Indeed Google is not an startup an GSoC is about mentorship not about profits.

Anyway the thread is about anykind of interns positions, not only about remote
interns positions.

\---edit

GSoC == Google Summer of Code, an mentorship program hosted by Google every
summer.

I encouraged all HN students to apply to it. Is fun, and you will learn a lot.

------
speek
We're looking for someone interested in learning/helping out with Rails and/or
mobile development at Zazu -- where we're building the Smartest Damn Alarm
Clock (but we're so much more than that). My personal specialty is in
Rails+Mongodb and Android, but we've got an iPhone app in the mix really soon.

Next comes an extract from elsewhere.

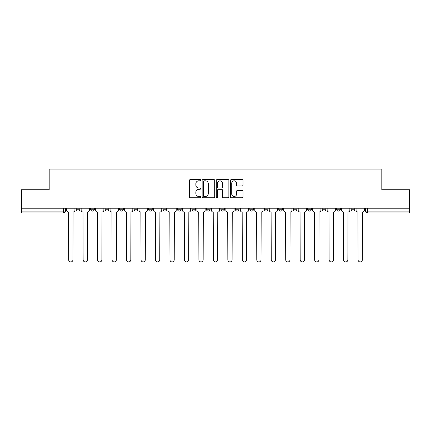 <?xml version="1.0" encoding="UTF-8"?>
<svg xmlns="http://www.w3.org/2000/svg" width="431" height="431" viewBox="0 0 431 431"><rect width="100%" height="100%" fill="white"/><g stroke="black" fill="none" stroke-linecap="round" stroke-linejoin="round"><path stroke-width="0.65" d="M200.657 180.18A0.636 0.636 0 0 0 200.022 179.544L190.351 179.544A0.91 0.91 0 0 0 189.441 180.454L189.441 196.843A0.91 0.91 0 0 0 190.351 197.754L200.022 197.754A0.636 0.636 0 0 0 200.657 197.112A0.636 0.636 0 0 0 200.022 196.477L198.772 196.477A2.915 2.915 0 0 1 195.857 193.562L195.857 192.199A2.915 2.915 0 0 1 198.772 189.284L200.022 189.284A0.636 0.636 0 0 0 200.657 188.649A0.636 0.636 0 0 0 200.022 188.008L198.772 188.008A2.915 2.915 0 0 1 195.857 185.098L195.857 183.73A2.915 2.915 0 0 1 198.772 180.815L200.022 180.815A0.636 0.636 0 0 0 200.657 180.18M235.348 208.216L235.348 209.24L239.06 209.24A1.853 1.853 0 0 1 237.206 211.093A1.853 1.853 0 0 1 235.348 209.24L235.348 208.216M191.94 208.216L191.94 209.24L195.652 209.24A1.853 1.853 0 0 1 193.794 211.093A1.853 1.853 0 0 1 191.94 209.24L191.94 208.216M162.999 208.216L162.999 209.24L166.711 209.24A1.853 1.853 0 0 1 164.857 211.093A1.853 1.853 0 0 1 162.999 209.24L162.999 208.216M148.533 208.216L148.533 209.24L152.24 209.24A1.853 1.853 0 0 1 150.387 211.093A1.853 1.853 0 0 1 148.533 209.24L148.533 208.216M119.592 208.216L119.592 209.24L123.304 209.24A1.853 1.853 0 0 1 121.445 211.093A1.853 1.853 0 0 1 119.592 209.24L119.592 208.216M242.109 185.96A0.91 0.91 0 0 0 243.019 185.05L243.019 180.454A0.91 0.91 0 0 0 242.109 179.544L231.366 179.544A0.91 0.91 0 0 0 230.456 180.454L230.456 196.843A0.91 0.91 0 0 0 231.366 197.754L242.109 197.754A0.91 0.91 0 0 0 243.019 196.843L243.019 191.289A0.91 0.91 0 0 0 242.109 190.378L237.508 190.378A0.91 0.91 0 0 0 236.597 191.289L236.597 194.042A2.435 2.435 0 0 1 234.162 196.477A2.435 2.435 0 0 1 231.727 194.042L231.727 183.25A2.435 2.435 0 0 1 234.162 180.815A2.435 2.435 0 0 1 236.597 183.25L236.597 185.05A0.91 0.91 0 0 0 237.508 185.96L242.109 185.96M21.55 208.216L21.55 189.759L49.193 189.759L49.193 169.076L381.807 169.076L381.807 189.759L409.45 189.759L409.45 208.216L21.55 208.216L21.55 211.093L65.42 211.093L65.42 208.216L65.42 211.093A1.853 1.853 0 0 1 63.567 212.952L21.55 212.952L21.55 211.093M214.703 180.454A0.91 0.91 0 0 0 213.792 179.544L203.049 179.544A0.91 0.91 0 0 0 202.139 180.454L202.139 196.843A0.91 0.91 0 0 0 203.049 197.754L213.792 197.754A0.91 0.91 0 0 0 214.703 196.843L214.703 180.454M217.208 179.544L227.951 179.544A0.91 0.91 0 0 1 228.861 180.454L228.861 196.843A0.91 0.91 0 0 1 227.951 197.754L223.355 197.754A0.91 0.91 0 0 1 222.444 196.843L222.444 190.195A0.91 0.91 0 0 0 221.534 189.284L218.479 189.284A0.91 0.91 0 0 0 217.569 190.195L217.569 197.112A0.636 0.636 0 0 1 216.933 197.754A0.636 0.636 0 0 1 216.297 197.112L216.297 180.454A0.91 0.91 0 0 1 217.208 179.544M365.58 208.216L365.58 211.093L409.45 211.093L409.45 212.952L367.433 212.952A1.853 1.853 0 0 1 365.58 211.093L365.58 208.216M409.45 208.216L409.45 211.093M351.109 208.216L351.109 209.24L354.815 209.24L354.815 208.216L354.815 209.24A1.853 1.853 0 0 1 352.962 211.093A1.853 1.853 0 0 1 351.109 209.24A1.853 1.853 0 0 0 352.962 211.093M340.35 209.24L340.35 208.216L340.35 209.24A1.853 1.853 0 0 1 338.491 211.093A1.853 1.853 0 0 1 336.638 209.24L340.35 209.24A1.853 1.853 0 0 1 338.491 211.093M336.638 208.216L336.638 209.24M325.879 208.216L325.879 209.24A1.853 1.853 0 0 1 324.02 211.093A1.853 1.853 0 0 1 322.167 209.24L325.879 209.24A1.853 1.853 0 0 1 324.02 211.093M322.167 208.216L322.167 209.24M311.408 208.216L311.408 209.24A1.853 1.853 0 0 1 309.555 211.093A1.853 1.853 0 0 1 307.696 209.24L311.408 209.24M307.696 208.216L307.696 209.24M296.937 208.216L296.937 209.24A1.853 1.853 0 0 1 295.084 211.093A1.853 1.853 0 0 1 293.231 209.24L296.937 209.24M293.231 208.216L293.231 209.24M282.467 208.216L282.467 209.24A1.853 1.853 0 0 1 280.613 211.093A1.853 1.853 0 0 1 278.76 209.24L282.467 209.24M278.76 208.216L278.76 209.24M268.001 208.216L268.001 209.24A1.853 1.853 0 0 1 266.142 211.093A1.853 1.853 0 0 1 264.289 209.24A1.853 1.853 0 0 0 266.142 211.093M264.289 208.216L264.289 209.24L268.001 209.24M253.53 208.216L253.53 209.24A1.853 1.853 0 0 1 251.672 211.093A1.853 1.853 0 0 1 249.818 209.24A1.853 1.853 0 0 0 251.672 211.093M249.818 208.216L249.818 209.24L253.53 209.24M239.06 208.216L239.06 209.24A1.853 1.853 0 0 1 237.206 211.093M224.589 208.216L224.589 209.24A1.853 1.853 0 0 1 222.735 211.093A1.853 1.853 0 0 1 220.882 209.24L224.589 209.24M220.882 208.216L220.882 209.24M210.118 208.216L210.118 209.24A1.853 1.853 0 0 1 208.265 211.093A1.853 1.853 0 0 1 206.411 209.24L210.118 209.24L210.118 208.216M206.411 208.216L206.411 209.24M195.652 208.216L195.652 209.24M181.182 208.216L181.182 209.24A1.853 1.853 0 0 1 179.328 211.093A1.853 1.853 0 0 1 177.47 209.24L181.182 209.24L181.182 208.216M177.47 208.216L177.47 209.24M166.711 208.216L166.711 209.24L166.711 208.216M152.24 209.24L152.24 208.216L152.24 209.24A1.853 1.853 0 0 1 150.387 211.093M137.769 208.216L137.769 209.24A1.853 1.853 0 0 1 135.916 211.093A1.853 1.853 0 0 1 134.063 209.24A1.853 1.853 0 0 0 135.916 211.093A1.853 1.853 0 0 0 137.769 209.24L137.769 208.216M134.063 208.216L134.063 209.24L137.769 209.24M123.304 208.216L123.304 209.24M108.833 208.216L108.833 209.24A1.853 1.853 0 0 1 106.98 211.093A1.853 1.853 0 0 1 105.121 209.24A1.853 1.853 0 0 0 106.98 211.093A1.853 1.853 0 0 0 108.833 209.24L105.121 209.24L105.121 208.216M90.65 208.216L90.65 209.24L94.362 209.24L94.362 208.216L94.362 209.24A1.853 1.853 0 0 1 92.509 211.093A1.853 1.853 0 0 1 90.65 209.24A1.853 1.853 0 0 0 92.509 211.093M76.185 208.216L76.185 209.24L79.891 209.24L79.891 208.216L79.891 209.24A1.853 1.853 0 0 1 78.038 211.093A1.853 1.853 0 0 1 76.185 209.24A1.853 1.853 0 0 0 78.038 211.093M204.052 180.815A0.636 0.636 0 0 0 203.416 181.456L203.416 195.841A0.636 0.636 0 0 0 204.052 196.477L205.371 196.477A2.915 2.915 0 0 0 208.286 193.562L208.286 183.73A2.915 2.915 0 0 0 205.371 180.815L204.052 180.815M222.444 183.299A2.435 2.435 0 0 0 220.009 180.864A2.435 2.435 0 0 0 217.569 183.299L217.569 187.097A0.91 0.91 0 0 0 218.479 188.008L221.534 188.008A0.91 0.91 0 0 0 222.444 187.097L222.444 183.299M66.676 210.166L66.676 208.216L66.676 210.166A1.853 1.853 48.4 0 0 68.529 212.02L68.669 259.791A2.133 2.133 48.4 0 0 70.803 261.924A2.133 2.133 48.4 0 0 72.936 259.791L73.076 212.02A1.853 1.853 48.4 0 0 74.929 210.166L74.929 208.216M68.529 212.02L68.669 259.791M72.936 259.791L73.076 212.02M81.147 210.166L81.147 208.216L81.147 210.166A1.853 1.853 48.4 0 0 83 212.02L83.14 259.791A2.133 2.133 48.4 0 0 85.273 261.924A2.133 2.133 48.4 0 0 87.407 259.791L87.547 212.02A1.853 1.853 48.4 0 0 89.4 210.166L89.4 208.216M95.612 210.166L95.612 208.216L95.612 210.166A1.853 1.853 48.4 0 0 97.471 212.02L97.611 259.791A2.133 2.133 48.4 0 0 99.744 261.924A2.133 2.133 48.4 0 0 101.878 259.791L102.012 212.02A1.853 1.853 48.4 0 0 103.871 210.166L103.871 208.216M83 212.02L83.14 259.791M87.407 259.791L87.547 212.02M97.471 212.02L97.611 259.791M101.878 259.791L102.012 212.02M110.083 210.166L110.083 208.216L110.083 210.166A1.853 1.853 48.4 0 0 111.941 212.02L112.076 259.791A2.133 2.133 48.4 0 0 114.21 261.924A2.133 2.133 48.4 0 0 116.343 259.791L116.483 212.02A1.853 1.853 48.4 0 0 118.342 210.166L118.342 208.216M124.554 210.166L124.554 208.216L124.554 210.166A1.853 1.853 48.4 0 0 126.407 212.02L126.547 259.791A2.133 2.133 48.4 0 0 128.68 261.924A2.133 2.133 48.4 0 0 130.814 259.791L130.954 212.02A1.853 1.853 48.4 0 0 132.807 210.166L132.807 208.216M139.024 210.166L139.024 208.216L139.024 210.166A1.853 1.853 48.4 0 0 140.878 212.02L141.018 259.791A2.133 2.133 48.4 0 0 143.151 261.924A2.133 2.133 48.4 0 0 145.285 259.791L145.425 212.02A1.853 1.853 48.4 0 0 147.278 210.166L147.278 208.216M111.941 212.02L112.076 259.791M116.343 259.791L116.483 212.02M126.407 212.02L126.547 259.791M130.814 259.791L130.954 212.02M140.878 212.02L141.018 259.791M145.285 259.791L145.425 212.02M153.495 210.166L153.495 208.216L153.495 210.166A1.853 1.853 48.4 0 0 155.349 212.02L155.489 259.791A2.133 2.133 48.4 0 0 157.622 261.924A2.133 2.133 48.4 0 0 159.756 259.791L159.896 212.02A1.853 1.853 48.4 0 0 161.749 210.166L161.749 208.216M155.349 212.02L155.489 259.791M159.756 259.791L159.896 212.02M167.961 210.166L167.961 208.216L167.961 210.166A1.853 1.853 48.4 0 0 169.819 212.02L169.959 259.791A2.133 2.133 48.4 0 0 172.093 261.924A2.133 2.133 48.4 0 0 174.226 259.791L174.361 212.02A1.853 1.853 48.4 0 0 176.22 210.166L176.22 208.216M169.819 212.02L169.959 259.791M174.226 259.791L174.361 212.02M182.432 210.166L182.432 208.216L182.432 210.166A1.853 1.853 48.4 0 0 184.29 212.02L184.425 259.791A2.133 2.133 48.4 0 0 186.558 261.924A2.133 2.133 48.4 0 0 188.692 259.791L188.832 212.02A1.853 1.853 48.4 0 0 190.691 210.166L190.691 208.216M184.29 212.02L184.425 259.791M188.692 259.791L188.832 212.02M196.902 210.166L196.902 208.216L196.902 210.166A1.853 1.853 48.4 0 0 198.756 212.02L198.896 259.791A2.133 2.133 48.4 0 0 201.029 261.924A2.133 2.133 48.4 0 0 203.163 259.791L203.303 212.02A1.853 1.853 48.4 0 0 205.156 210.166L205.156 208.216M198.756 212.02L198.896 259.791M203.163 259.791L203.303 212.02M211.373 210.166L211.373 208.216L211.373 210.166A1.853 1.853 48.4 0 0 213.226 212.02L213.367 259.791A2.133 2.133 48.4 0 0 215.5 261.924A2.133 2.133 48.4 0 0 217.633 259.791L217.774 212.02A1.853 1.853 48.4 0 0 219.627 210.166L219.627 208.216M213.226 212.02L213.367 259.791M217.633 259.791L217.774 212.02M225.844 210.166L225.844 208.216L225.844 210.166A1.853 1.853 48.4 0 0 227.697 212.02L227.837 259.791A2.133 2.133 48.4 0 0 229.971 261.924A2.133 2.133 48.4 0 0 232.104 259.791L232.244 212.02A1.853 1.853 48.4 0 0 234.098 210.166L234.098 208.216M227.697 212.02L227.837 259.791M232.104 259.791L232.244 212.02M240.309 210.166L240.309 208.216L240.309 210.166A1.853 1.853 48.4 0 0 242.168 212.02L242.308 259.791A2.133 2.133 48.4 0 0 244.442 261.924A2.133 2.133 48.4 0 0 246.575 259.791L246.71 212.02A1.853 1.853 48.4 0 0 248.568 210.166L248.568 208.216M242.168 212.02L242.308 259.791M246.575 259.791L246.71 212.02M254.78 210.166L254.78 208.216L254.78 210.166A1.853 1.853 48.4 0 0 256.639 212.02L256.774 259.791A2.133 2.133 48.4 0 0 258.907 261.924A2.133 2.133 48.4 0 0 261.041 259.791L261.181 212.02A1.853 1.853 48.4 0 0 263.039 210.166L263.039 208.216M256.639 212.02L256.774 259.791M261.041 259.791L261.181 212.02M269.251 210.166L269.251 208.216L269.251 210.166A1.853 1.853 48.4 0 0 271.104 212.02L271.244 259.791A2.133 2.133 48.4 0 0 273.378 261.924A2.133 2.133 48.4 0 0 275.511 259.791L275.651 212.02A1.853 1.853 48.4 0 0 277.505 210.166L277.505 208.216M271.104 212.02L271.244 259.791M275.511 259.791L275.651 212.02M283.722 210.166L283.722 208.216L283.722 210.166A1.853 1.853 48.4 0 0 285.575 212.02L285.715 259.791A2.133 2.133 48.4 0 0 287.849 261.924A2.133 2.133 48.4 0 0 289.982 259.791L290.122 212.02A1.853 1.853 48.4 0 0 291.976 210.166L291.976 208.216M285.575 212.02L285.715 259.791M289.982 259.791L290.122 212.02M298.193 210.166L298.193 208.216L298.193 210.166A1.853 1.853 48.4 0 0 300.046 212.02L300.186 259.791A2.133 2.133 48.4 0 0 302.32 261.924A2.133 2.133 48.4 0 0 304.453 259.791L304.593 212.02A1.853 1.853 48.4 0 0 306.446 210.166L306.446 208.216M300.046 212.02L300.186 259.791M304.453 259.791L304.593 212.02M312.658 210.166L312.658 208.216L312.658 210.166A1.853 1.853 48.4 0 0 314.517 212.02L314.657 259.791A2.133 2.133 48.4 0 0 316.79 261.924A2.133 2.133 48.4 0 0 318.924 259.791L319.059 212.02A1.853 1.853 48.4 0 0 320.917 210.166L320.917 208.216M314.517 212.02L314.657 259.791M318.924 259.791L319.059 212.02M327.129 210.166L327.129 208.216L327.129 210.166A1.853 1.853 48.4 0 0 328.988 212.02L329.122 259.791A2.133 2.133 48.4 0 0 331.256 261.924A2.133 2.133 48.4 0 0 333.389 259.791L333.529 212.02A1.853 1.853 48.4 0 0 335.388 210.166L335.388 208.216M328.988 212.02L329.122 259.791M333.389 259.791L333.529 212.02M341.6 210.166L341.6 208.216L341.6 210.166A1.853 1.853 48.4 0 0 343.453 212.02L343.593 259.791A2.133 2.133 48.4 0 0 345.727 261.924A2.133 2.133 48.4 0 0 347.86 259.791L348 212.02A1.853 1.853 48.4 0 0 349.853 210.166L349.853 208.216M343.453 212.02L343.593 259.791M347.86 259.791L348 212.02M356.071 210.166L356.071 208.216L356.071 210.166A1.853 1.853 48.4 0 0 357.924 212.02L358.064 259.791A2.133 2.133 48.4 0 0 360.197 261.924A2.133 2.133 48.4 0 0 362.331 259.791L362.471 212.02A1.853 1.853 48.4 0 0 364.324 210.166L364.324 208.216M357.924 212.02L358.064 259.791M362.331 259.791L362.471 212.02M63.567 208.216L63.567 212.952M367.433 208.216L367.433 212.952"/></g></svg>

We do a lot of NLP and big data number crunchey stuff, too, if you're looking
to work with that.

We've had a few interns this year, and I love working with good people who are
willing to learn and build great shit.

I'm the CTO of Zazu. Get in touch with me at marc@getzazu.com

We're based out of Boston, but you can work from anywhere.

------
_mattb
Redwood Systems in Fremont, CA: <http://redwoodsystems.com>

We make a unified power, control, and environmental sensing platform for LED
lights in commercial buildings. We're looking for some interns to start in
early 2011 or this summer. Great place to work for those interested in sensor
systems, power system design, and user experience.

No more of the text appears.